The edges of some of the boulders in the exposure vary as to their degree of rounding. Abrasion through block-to-block contact during downslope movement smoothes some of the rough edges. But it is spheroidal weathering, a combination of physical, chemical, and biologic weathering, that day-in and day-out acts to remove sharp edges and points from larger rock fragments. The perception that this rounding requires long distances of transport does not apply, nor does it require severe climatic conditions to proceed. Spheroidal weathering has been operating since the fragments were first separated from the rock outcrop.

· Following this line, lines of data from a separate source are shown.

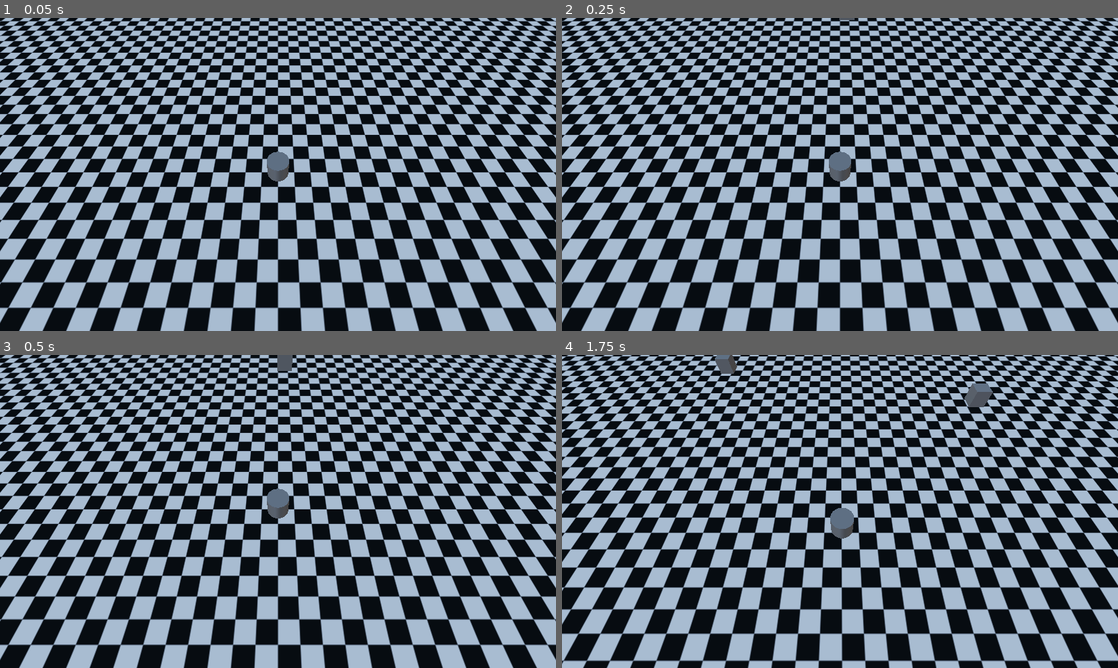
Above: before the commit, frames 1-4 (two rows, left to right).
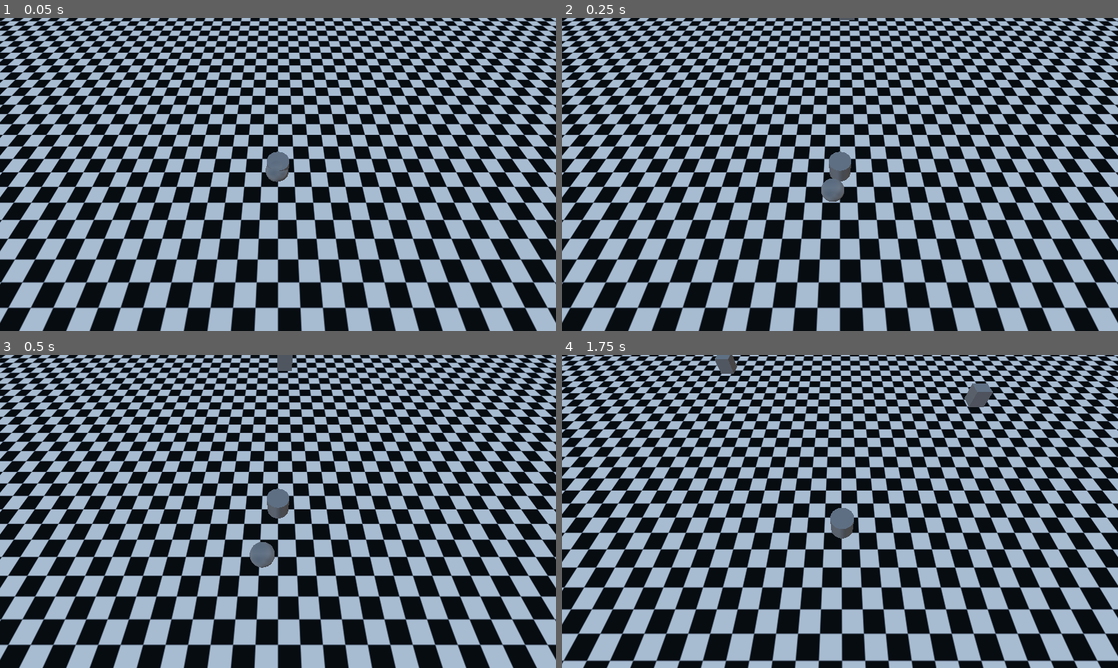
Above: after the commit, the same moments.

Repository: 0rbios/Haunted-Housekeeping
Game: Godot game, scene res://Temp/debug.tscn
The game is run twice, just before and just after one commit, with the same random seed, the same clock (stepped at 60 frames per second) and the same inputs.
Inputs (mouse positions are in pixels of both pictures, inside the frame that each line leads up to):
- Up to frame 1 (0.05 s): no input
- Up to frame 2 (0.25 s): no input
- Up to frame 3 (0.5 s): no input
- Up to frame 4 (1.75 s): move the mouse to (962, 495) at 0.52 s; hold D (Right) 0.53-1.28 s; tap Space (Dash) at 0.6 s; move the mouse to (728, 527) at 1.27 s; hold S (Down) from 1.28 s (still down); tap E (Interact) at 1.35 s

The runs differ from the first frame. In frame 1, less than 0.1% of the frame differs, in the area x 47-52%, y 47-53%; in frame 2, 0.2%; in frame 3, 0.3%, in the area x 44-50%, y 59-68%; in frame 4, nothing differs.

Commit message:
Added Ghost Object - Random Ghost Movement

Diff:
--- /dev/null
+++ b/Objects/Ghost/Scripts/ghost.gd
@@ -0,0 +1,35 @@
+extends RigidBody3D
+
+var action
+var randPos = Vector3(0, 0, 0)
+var speed = 5
+var rng = RandomNumberGenerator.new()
+
+func _ready():
+	_choose_action()
+
+func _choose_action():
+	action = rng.randi_range(0, 1)
+
+	match action:
+		0:
+			_generate_random_pos(-50, 50, -50, 50)
+			_move_to()
+		1:
+			$"Rest Timer".start()
+
+func _generate_random_pos(minX, maxX, minZ, maxZ):
+	randPos = Vector3(rng.randf_range(minX, maxX), 0.6, rng.randf_range(minZ,maxZ))
+
+func _move_to():
+	var tween = get_tree().create_tween()
+	tween.connect("finished", _move_finished)
+	var travelTime = sqrt((randPos.x ** 2) + (randPos.z ** 2)) / speed
+	print(travelTime)
+	tween.tween_property(self, "position", randPos, travelTime)
+
+func _move_finished():
+	_choose_action()
+
+func _rest_over():
+	_choose_action()
--- /dev/null
+++ b/Objects/Ghost/ghost.tscn
@@ -0,0 +1,23 @@
+[gd_scene format=3 uid="uid://bu1xuria60y5g"]
+
+[ext_resource type="Script" uid="uid://cnpjflaluffd6" path="res://Objects/Ghost/Scripts/ghost.gd" id="1_8iwm6"]
+
+[sub_resource type="SphereShape3D" id="SphereShape3D_j0vfu"]
+
+[sub_resource type="SphereMesh" id="SphereMesh_8iwm6"]
+
+[node name="Ghost" type="RigidBody3D" unique_id=774080266]
+collision_layer = 2
+collision_mask = 2
+gravity_scale = 0.0
+script = ExtResource("1_8iwm6")
+
+[node name="Hitbox" type="CollisionShape3D" parent="." unique_id=103637066]
+shape = SubResource("SphereShape3D_j0vfu")
+
+[node name="Graphic" type="MeshInstance3D" parent="." unique_id=1088552340]
+mesh = SubResource("SphereMesh_8iwm6")
+
+[node name="Rest Timer" type="Timer" parent="." unique_id=21313540]
+
+[connection signal="timeout" from="Rest Timer" to="." method="_rest_over"]
--- a/Temp/debug.tscn
+++ b/Temp/debug.tscn
@@ -3,6 +3,7 @@
 [ext_resource type="PackedScene" uid="uid://dgpb73iltvv4b" path="res://Objects/Ground/ground.tscn" id="1_lvjdj"]
 [ext_resource type="PackedScene" uid="uid://bydgq1bvyaibu" path="res://Objects/Player/player.tscn" id="2_rdi1l"]
 [ext_resource type="PackedScene" uid="uid://dmjwhext3k31a" path="res://Objects/Pickups/pickup.tscn" id="3_rdi1l"]
+[ext_resource type="PackedScene" uid="uid://bu1xuria60y5g" path="res://Objects/Ghost/ghost.tscn" id="4_whauu"]
 
 [sub_resource type="ProceduralSkyMaterial" id="ProceduralSkyMaterial_lvjdj"]
 sky_horizon_color = Color(0.66224277, 0.6717428, 0.6867428, 1)
@@ -37,3 +38,6 @@
 
 [node name="Object2" parent="." unique_id=203089754 instance=ExtResource("3_rdi1l")]
 transform = Transform3D(1, 0, 0, 0, 1, 0, 0, 0, 1, 18.570656, 4.685247, -6.6874313)
+
+[node name="Ghost" parent="." unique_id=774080266 instance=ExtResource("4_whauu")]
+transform = Transform3D(1, 0, 0, 0, 1, 0, 0, 0, 1, 0, 0.6, 0)
Not shown, added: Objects/Ghost/Scripts/ghost.gd.uid
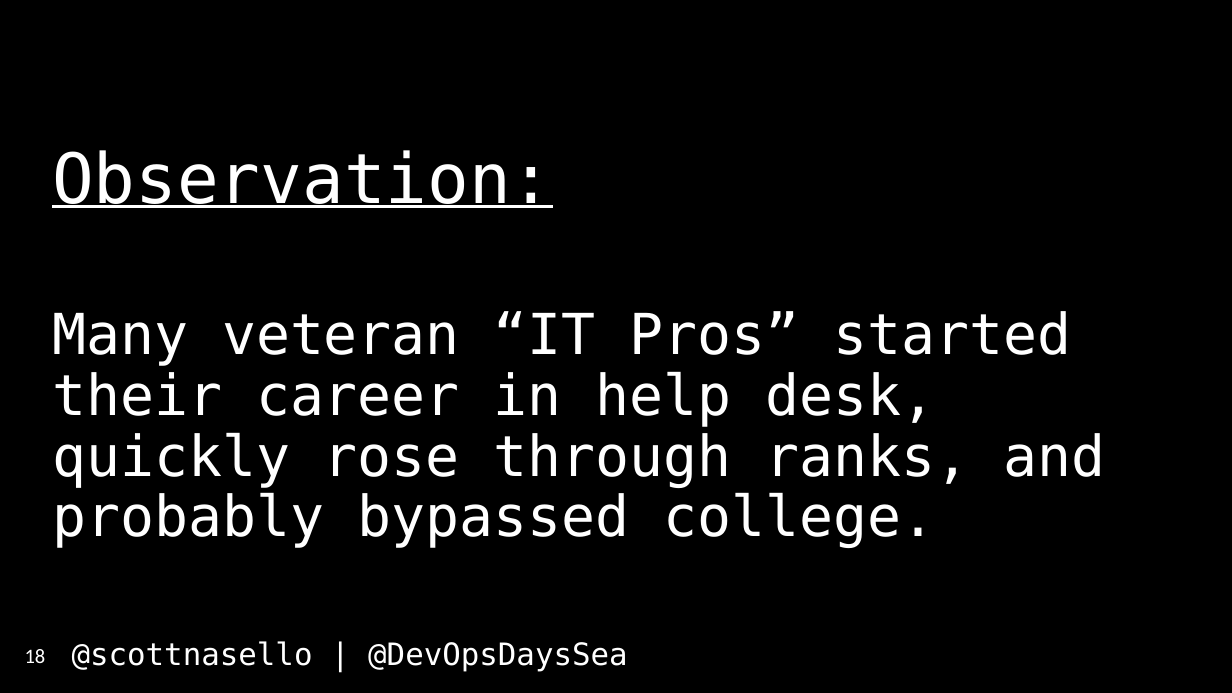
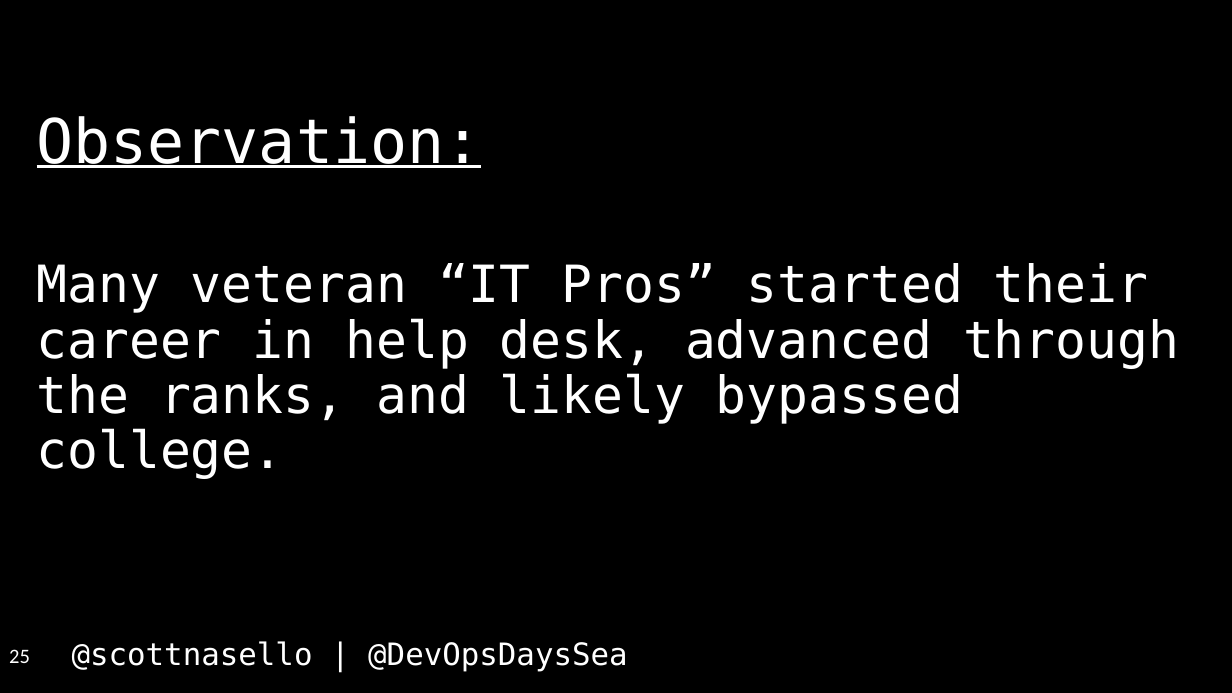
Before and after one commit to scottnasello/talks, a slide deck: slide 25 of 2017-04-26 Seattle DevOpsDays/DevOpsDays Seattle.pptx (slide 18 before the commit). Drawn at 1232x693 pixels with LibreOffice and Linux fonts; fonts in the diff are those of the drawing. Boxes give left, top, right and bottom in pixels: in the first picture for what was removed or moved away, otherwise in the second. Text is boxed around its words. In the diff, an @@ line names an element or a change of style, - is before the commit and + after.

```diff
--- a/2017-04-26 Seattle DevOpsDays/DevOpsDays Seattle.pptx
+++ b/2017-04-26 Seattle DevOpsDays/DevOpsDays Seattle.pptx
@@ text "Observation:": place and size @@
-text "Observation:" at [52, 150, 1106, 548]
+text "Observation:" at [37, 116, 1179, 479]
@@ text "Observation:" at [37, 116, 1179, 479]: vertical alignment middle to top @@
@@ text at [37, 116, 482, 168]: size 54 to 48 pt in "Observation:" @@
@@ text at [37, 263, 1179, 479]: text changed; size 44 to 40 pt @@
-Many veteran “IT Pros” started their career in help desk, quickly rose through ranks, and probably bypassed college.
+Many veteran “IT Pros” started their career in help desk, advanced through the ranks, and likely bypassed college.
@@ page number at [9, 649, 30, 663]: text changed @@
-18
+25
```
Also in this commit, not shown: 23 other slides changed, 15 slides added, 5 slides removed, 1 other file.
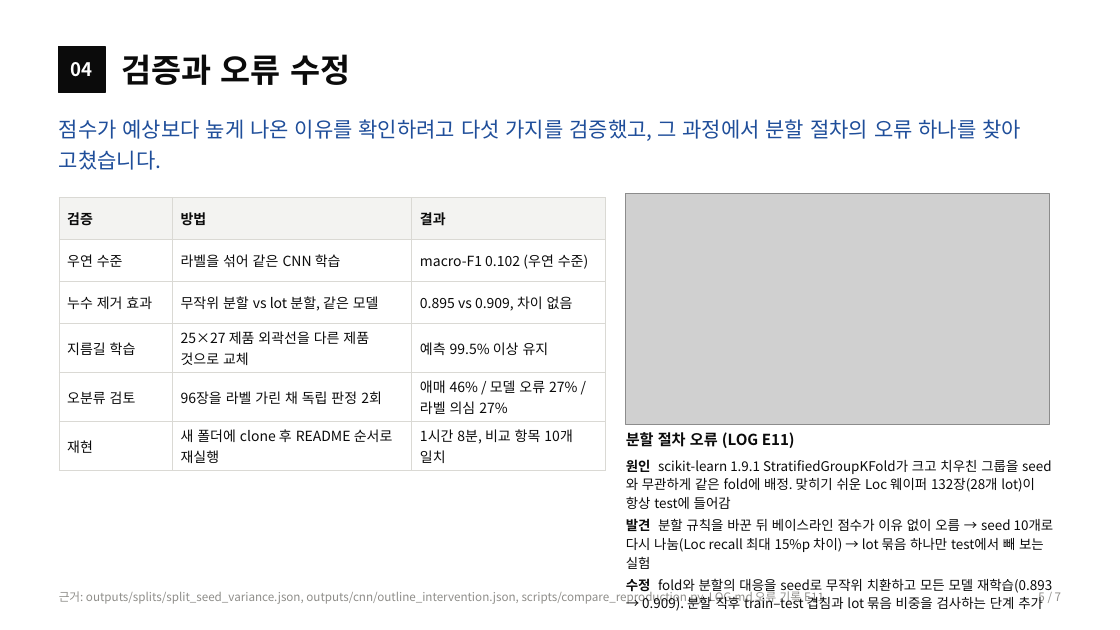
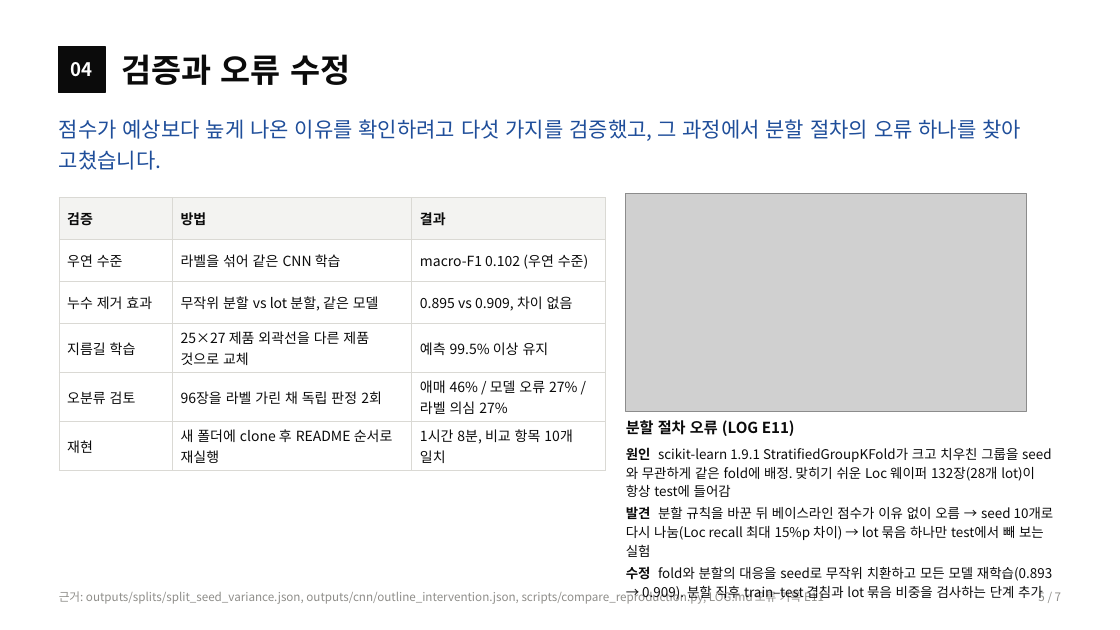
Before and after one commit to sl2ver/wm811k-wafer-defect-classification, a slide deck: slide 5 of portfolio/portfolio.pptx. Drawn at 1120x630 pixels with LibreOffice and Linux fonts; fonts in the diff are those of the drawing; grey boxes stand for pictures. Boxes give left, top, right and bottom in pixels: in the first picture for what was removed or moved away, otherwise in the second. Text is boxed around its words. In the diff, an @@ line names an element or a change of style, - is before the commit and + after.

```diff
--- a/portfolio/portfolio.pptx
+++ b/portfolio/portfolio.pptx
@@ picture: place and size @@
-picture at [626,193,1049,424]
+picture at [626,193,1027,412]
@@ text "분할 절차 오류 (LOG E11)": place and size @@
-text "분할 절차 오류 (LOG E11)" at [626,432,795,448]
+text "분할 절차 오류 (LOG E11)" at [626,420,795,436]
@@ text "원인 scikit-learn 1.9.1 StratifiedGroupKFold가 크고 ...": place and size @@
-text "원인 scikit-learn 1.9.1 StratifiedGroupKFold가 크고 ..." at [626,459,1054,611]
+text "원인 scikit-learn 1.9.1 StratifiedGroupKFold가 크고 ..." at [626,447,1054,600]
```
Also in this commit, not shown: 1 other slide changed, 4 other files.

In some small, steep gullies, down-slope movements periodically turned into rapid debris flows which spread out onto the valley floor. Farther to the east, at the McElhatten interchange of U.S. Route 220, debris flows generated a large alluvial fan, with its apex pointed into the water gap of McElhatten Creek. Similar fans emerge from many of the water and wind gaps along the ridges throughout central PA.
Bedrock Source Geology
These rocks, derived from the Tuscarora Formation and its associated Castanea Member, comprise very resistant, quartz-rich sandstone. This rock weathers very slowly and produces fragments ranging from large locks and boulders to fine sand and silt. The Castanea Member, originally named for exposures in this area, is red-brown in color and generates reddish and brownish rock fragments. The Tuscarora Formation weathers to produce white to grey colored rock debris. An excellent artificial exposure of these rock units occurs just upslope from U.S. Route 220 as it goes through the Mill Hall water gap on the northwest-facing side of the ridge. Geologists often bring students there to examine this exposure.
Lock Haven's boulder accumulation is not unique. Similar tree-less patches can be seen on the steep north- and northwest-facing slopes of Bald Eagle Mountain and the west-facing slopes of Brush Mountain farther to the southwest. This ridge stretches from Williamsport to Altoona. Rock debris in these felsenmeer derive from the Tuscarora Formation. However, on the slopes facing southeast into Nittany Valley, the rock comprising these blockfields comes from upslope exposures of an older rock unit called the Bald Eagle Formation (see the photos below). Bare patches occur on many other mountain slopes throughout the Appalachians of central PA and these derive from similar, quartz-dominated resistant rock formations.